Diabetic and non-diabetic control male Sprague-Dawley rats received systemic insulin by subcutaneous implants, subconjunctival injections of insulin (0.03 U/100 g body weight), or intraperitoneal injections of phloridzin (0.2 mg/100 g body weight) twice daily for the last 4 days of a 3-month experiment. Retinas were analyzed for expression mRNAs belonging to a 15-gene biomarker panel we previously demonstrated to be altered in experimental diabetic retinopathy. Assay-On-Demand gene specific primers and probes and the 2-ΔΔCt analysis method was used to quantify relative mRNA contents using ß-actin as an endogenous control. Immunohistochemistry with a GFAP-specific antibody was used to determine the effect of both treatments on diabetic-induced retinal gliosis.
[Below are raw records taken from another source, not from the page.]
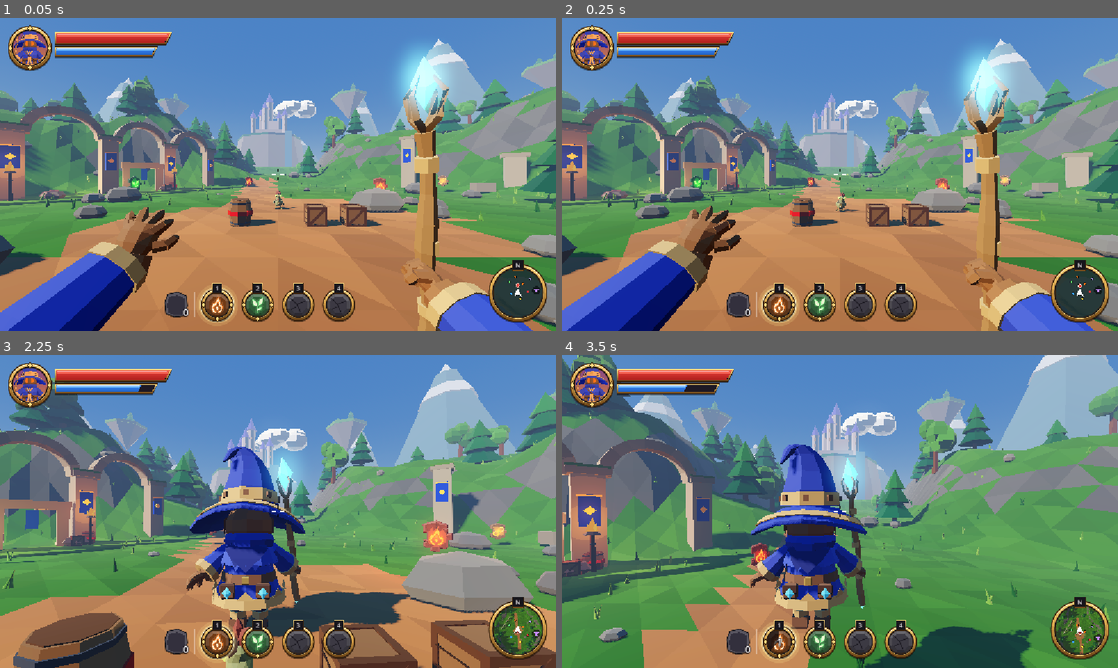
Above: before the commit, frames 1-4 (two rows, left to right).
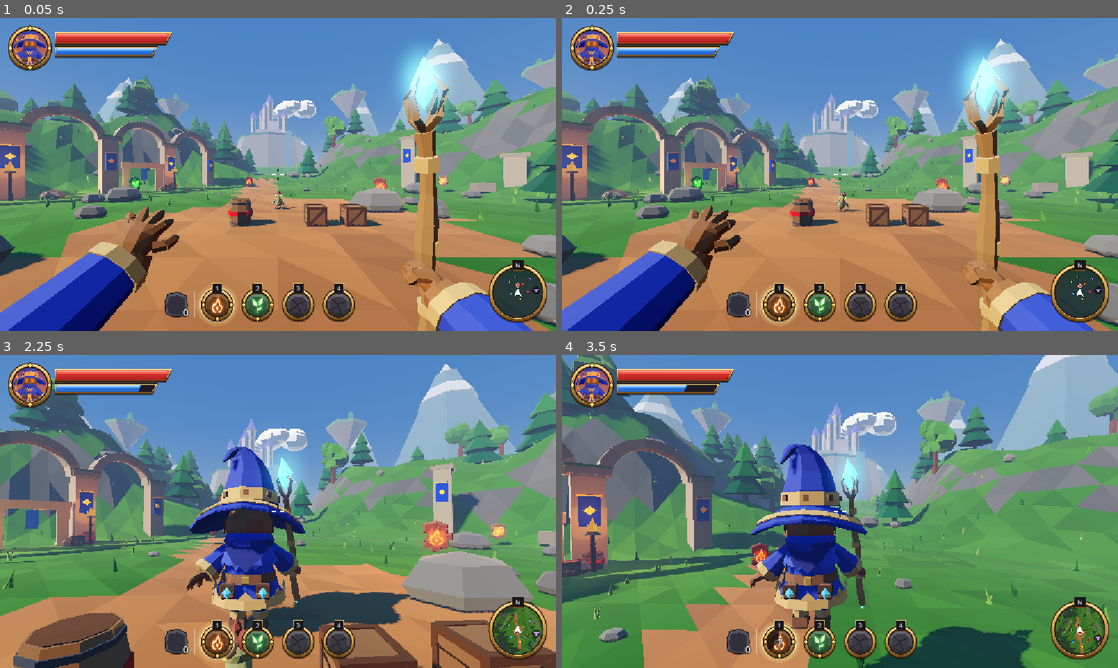
Above: after the commit, the same moments.

Repository: vitortosta4-design/Arcane-Forge
Game: Godot game, scene res://cenas/arena_teste.tscn
Two runs of this game, one before a commit and one after it. Both use one fixed random seed, a clock stepped at 60 frames per second and the inputs below.
Inputs (mouse positions are in pixels of both pictures, inside the frame that each line leads up to):
- Up to frame 1 (0.05 s): no input
- Up to frame 2 (0.25 s): no input
- Up to frame 3 (2.25 s): tap Enter at 0.5 s; move the mouse to (305, 511) at 0.52 s; press the mouse at (305, 511) at 0.53 s; hold W (mover_frente) from 0.53 s (still down); tap Space (pular) at 0.77, 1.52 s; move the mouse to (250, 511) at 1.27 s; release the mouse at (250, 511) at 1.28 s; tap E (interagir) at 1.35 s; move the mouse to (289, 505) at 2.02 s; hold C (trocar_camera) from 2.03 s (still down)
- Up to frame 4 (3.5 s): keep holding W (mover_frente); move the mouse to (834, 517) at 2.77 s; release C (trocar_camera) at 2.78 s; click (834, 517) at 2.85 s; tap Space (pular) at 3.02 s

The runs differ from the first frame. In frame 1, less than 0.1% of the frame differs, in the area x 48-52%, y 54-62%; in frame 2, less than 0.1%; in frame 3, 0.2%, in the area x 39-58%, y 84-100%; in frame 4, nothing differs.

Commit message:
Galinha v4: correções do crítico e do animador (rodada única)
- Asas abriam para dentro do corpo (sinal trocado): agora abrem para
  fora no Andar, Bicar, Dano e Morrer.
- Bicar: aviso com pescoço recolhido, asas abertas e tremor de 10 Hz;
  bote vindo do pescoço, cabeça quase sem girar (crista fica em cima).
- Morrer: rola 140° até quase de costas, pernas abertas para o céu,
  quique ao bater; some encolhendo nos últimos 0,3 s.
- Penas em losango da cor do corpo, menores e flutuando; pausa de
  50 ms no golpe; Dano não corta a Bicar (o dano dela ainda sai).
- Zumbi mais torta e manca, sem Pena_0 e Pena_2.
- Vitrine com tempo fixo (30 FPS) para o print sair no instante certo.
- estado-atual.md reescrito e diário atualizado. 324/324 testes.

Co-Authored-By: Claude Opus 5.5 <noreply@anthropic.com>
Claude-Session: https://claude.ai/code/session_01FRs8nFL5gwqh8rL4oD66R8

Diff:
--- a/jogo/scripts/criaturas/visual_galinha.gd
+++ b/jogo/scripts/criaturas/visual_galinha.gd
@@ -27,9 +27,13 @@
 const COR_ZUMBI := Color(0.62, 0.74, 0.55)
 const COR_OLHO_ZUMBI := Color(0.75, 1.0, 0.35)
 ## Penas da cauda que a zumbi já perdeu.
-const PENAS_FALTANDO_ZUMBI := ["Pena_1", "Pena_3"]
-const COR_PENA_SOLTA := Color(0.98, 0.85, 0.6)
-const COR_PENA_SOLTA_ZUMBI := Color(0.66, 0.72, 0.58)
+## Tirar a de cima e uma do meio deixa o recorte da cauda "mordido".
+const PENAS_FALTANDO_ZUMBI := ["Pena_0", "Pena_2"]
+## Penas soltas da cor do corpo de quem apanhou.
+const COR_PENA_SOLTA := Color(0.98, 0.8, 0.56)
+const COR_PENA_SOLTA_ZUMBI := Color(0.6, 0.66, 0.5)
+## Congelada rápida ao levar o golpe, para o impacto ter peso.
+const PAUSA_IMPACTO_S := 0.05
 
 var zumbi := false
 
@@ -84,17 +88,29 @@
 func levar_dano() -> void:
 	if _morta:
 		return
-	_tocar_acao("Dano")
 	_soltar_penas(9)
+	# No meio da bicada o dano dela ainda vai sair: a Bicar continua na tela
+	# para o que se vê bater com a regra; só as penas e a pausa mostram o golpe.
+	if _acao != "Bicar":
+		_tocar_acao("Dano")
+	_anim.speed_scale = 0.0
+	var pausa := create_tween()
+	pausa.tween_interval(PAUSA_IMPACTO_S)
+	pausa.tween_callback(func(): _anim.speed_scale = 1.0)
 
 
 func morrer() -> void:
 	if _morta:
 		return
 	_morta = true
-	rotation.z = 0.0
+	create_tween().tween_property(self, "rotation:z", 0.0, 0.1)
 	_tocar_acao("Morrer")
 	_soltar_penas(16)
+	# Nos últimos 0,3 s deitada, encolhe acelerando e solta um punhado de penas.
+	var sumir := create_tween()
+	sumir.tween_interval(TEMPO_CORPO_NO_CHAO_S - 0.3)
+	sumir.tween_callback(_soltar_penas.bind(6))
+	sumir.tween_property(self, "scale", Vector3.ZERO, 0.28).set_ease(Tween.EASE_IN).set_trans(Tween.TRANS_BACK)
 
 
 func _process(delta: float) -> void:
@@ -103,7 +119,7 @@
 		return
 	# Andar torto da zumbi: corpo caído para um lado, balançando fora do passo.
 	var andando := _anim != null and _anim.current_animation == "Andar"
-	var alvo := 0.14 + 0.07 * sin(_tempo * 3.1) if andando else 0.06
+	var alvo := 0.2 + 0.1 * sin(_tempo * 3.1) if andando else 0.07
 	rotation.z = lerpf(rotation.z, alvo, minf(1.0, delta * 6.0))
 
 
@@ -138,7 +154,7 @@
 	for apoio in APOIOS_ANDAR:
 		if fase >= apoio.x and fase <= apoio.y:
 			return 1.0
-	return 1.35 if fase < 0.5 else 0.8
+	return 1.5 if fase < 0.5 else 0.7
 
 
 func _virar_zumbi() -> void:
@@ -174,24 +190,24 @@
 	penas.one_shot = true
 	penas.emitting = false
 	penas.amount = quantidade
-	penas.lifetime = 1.1
+	penas.lifetime = 1.3
 	penas.explosiveness = 0.95
-	var quad := QuadMesh.new()
-	quad.size = Vector2(0.13, 0.22)
-	var mat := StandardMaterial3D.new()
-	mat.albedo_color = COR_PENA_SOLTA_ZUMBI if zumbi else COR_PENA_SOLTA
-	mat.cull_mode = BaseMaterial3D.CULL_DISABLED
-	quad.material = mat
-	penas.mesh = quad
+	penas.mesh = _malha_pena()
+	penas.color = COR_PENA_SOLTA_ZUMBI if zumbi else COR_PENA_SOLTA
+	penas.hue_variation_min = -0.03
+	penas.hue_variation_max = 0.03
+	penas.scale_amount_min = 0.6
+	penas.scale_amount_max = 1.3
 	penas.direction = Vector3.UP
 	penas.spread = 70.0
 	penas.initial_velocity_min = 1.2
 	penas.initial_velocity_max = 2.4
-	penas.gravity = Vector3(0, -2.2, 0)
-	penas.damping_min = 1.5
-	penas.damping_max = 2.5
-	penas.angular_velocity_min = -360.0
-	penas.angular_velocity_max = 360.0
+	penas.gravity = Vector3(0, -2.0, 0)
+	# Amortecimento alto: sobem rápido e descem flutuando, girando no ar.
+	penas.damping_min = 2.5
+	penas.damping_max = 4.0
+	penas.angular_velocity_min = -300.0
+	penas.angular_velocity_max = 300.0
 	penas.angle_min = 0.0
 	penas.angle_max = 360.0
 	penas.particle_flag_rotate_y = true
@@ -200,3 +216,21 @@
 	penas.position = Vector3(0, 0.55, 0)
 	penas.emitting = true
 	penas.finished.connect(penas.queue_free)
+
+
+## Pena em losango alongado (ponta fina embaixo), dos dois lados.
+static func _malha_pena() -> ArrayMesh:
+	var pontos := PackedVector3Array([
+		Vector3(0, 0.09, 0), Vector3(0.028, 0.03, 0), Vector3(0, -0.07, 0),
+		Vector3(0, 0.09, 0), Vector3(0, -0.07, 0), Vector3(-0.028, 0.03, 0),
+	])
+	var arrays := []
+	arrays.resize(Mesh.ARRAY_MAX)
+	arrays[Mesh.ARRAY_VERTEX] = pontos
+	var malha := ArrayMesh.new()
+	malha.add_surface_from_arrays(Mesh.PRIMITIVE_TRIANGLES, arrays)
+	var mat := StandardMaterial3D.new()
+	mat.vertex_color_use_as_albedo = true
+	mat.cull_mode = BaseMaterial3D.CULL_DISABLED
+	malha.surface_set_material(0, mat)
+	return malha
--- a/jogo/scripts/ferramentas/vitrine_galinha.gd
+++ b/jogo/scripts/ferramentas/vitrine_galinha.gd
@@ -2,6 +2,7 @@
 ## Vitrine da galinha v4 na luz da clareira: invocada (esquerda) e zumbi
 ## (direita), no tamanho do jogo. Gera os prints de cada animação e o vídeo.
 ##
+## Rodar com --fixed-fps 30 (o tempo da vitrine conta quadros).
 ## Print:  --acao Parado|Andar|Bicar|Dano|Morrer --tempo s --vista frente|34 --saida X.png
 ##         (dispara a ação pelo VisualGalinha e fotografa depois de --tempo s)
 ## Vídeo:  --video (rodar com --write-movie e --fixed-fps 30): parado, entram
@@ -86,16 +87,14 @@
 	await _esperar(2.2)
 
 
-## Espera em quadros, movendo quem anda. No vídeo (--fixed-fps 30) cada quadro
-## vale 1/30 s; no print, o tempo real entre quadros.
+## Espera em quadros, movendo quem anda. Rodar sempre com --fixed-fps 30:
+## cada quadro vale 1/30 s, então o instante do print não depende da
+## lentidão do render em software.
 func _esperar(segundos: float) -> void:
 	var restante := segundos
-	var antes := Time.get_ticks_usec()
 	while restante > 0.0:
 		await process_frame
-		var agora := Time.get_ticks_usec()
-		var dt := 1.0 / 30.0 if _args.has("video") else (agora - antes) / 1e6
-		antes = agora
+		var dt := 1.0 / 30.0
 		restante -= dt
 		for g in _galinhas:
 			var andando := g.has_meta("andando")
Binary file changed: jogo/assets/modelos/galinha/galinha.glb
Not shown, changed: arte/personagens/galinha/galinha.py
Not shown, changed: docs/contexto/diario.md
Not shown, changed: docs/contexto/estado-atual.md
Not shown, changed: evidencias/fase-2/galinha/galinha_andar_34.png
Not shown, changed: evidencias/fase-2/galinha/galinha_andar_frente.png
Not shown, changed: evidencias/fase-2/galinha/galinha_bicar-aviso_34.png
Not shown, changed: evidencias/fase-2/galinha/galinha_bicar-aviso_frente.png
Not shown, changed: evidencias/fase-2/galinha/galinha_bicar-bote_34.png
Not shown, changed: evidencias/fase-2/galinha/galinha_bicar-bote_frente.png
Not shown, changed: evidencias/fase-2/galinha/galinha_dano_34.png
Not shown, changed: evidencias/fase-2/galinha/galinha_dano_frente.png
(and 8 more such lines)

Nine of 15 diabetes-induced biomarker changes were reversed after systemic insulin treatment. Subconjunctival insulin administration reversed these same changes, plus that of one additional gene in the biomarker panel. Lowering systemic glucose by phloridzin treatment reversed 8 biomarker changes. Only 5 biomarker reversals were common to both local insulin and phloridzin treatment sets. Surprisingly, combined treatment with local insulin and phloridzin reversed the responses of all 15 genes. Whereas local insulin partially reduced glial cell activation, phloridzin fully blocked this response to diabetes.
These data indicate that ocular insulin administration and systemic glucose reduction each have direct and distinct effects on retinal gene expression, and suggest that manipulating both hormone and nutrient levels may influence the development of early diabetic retinopathy.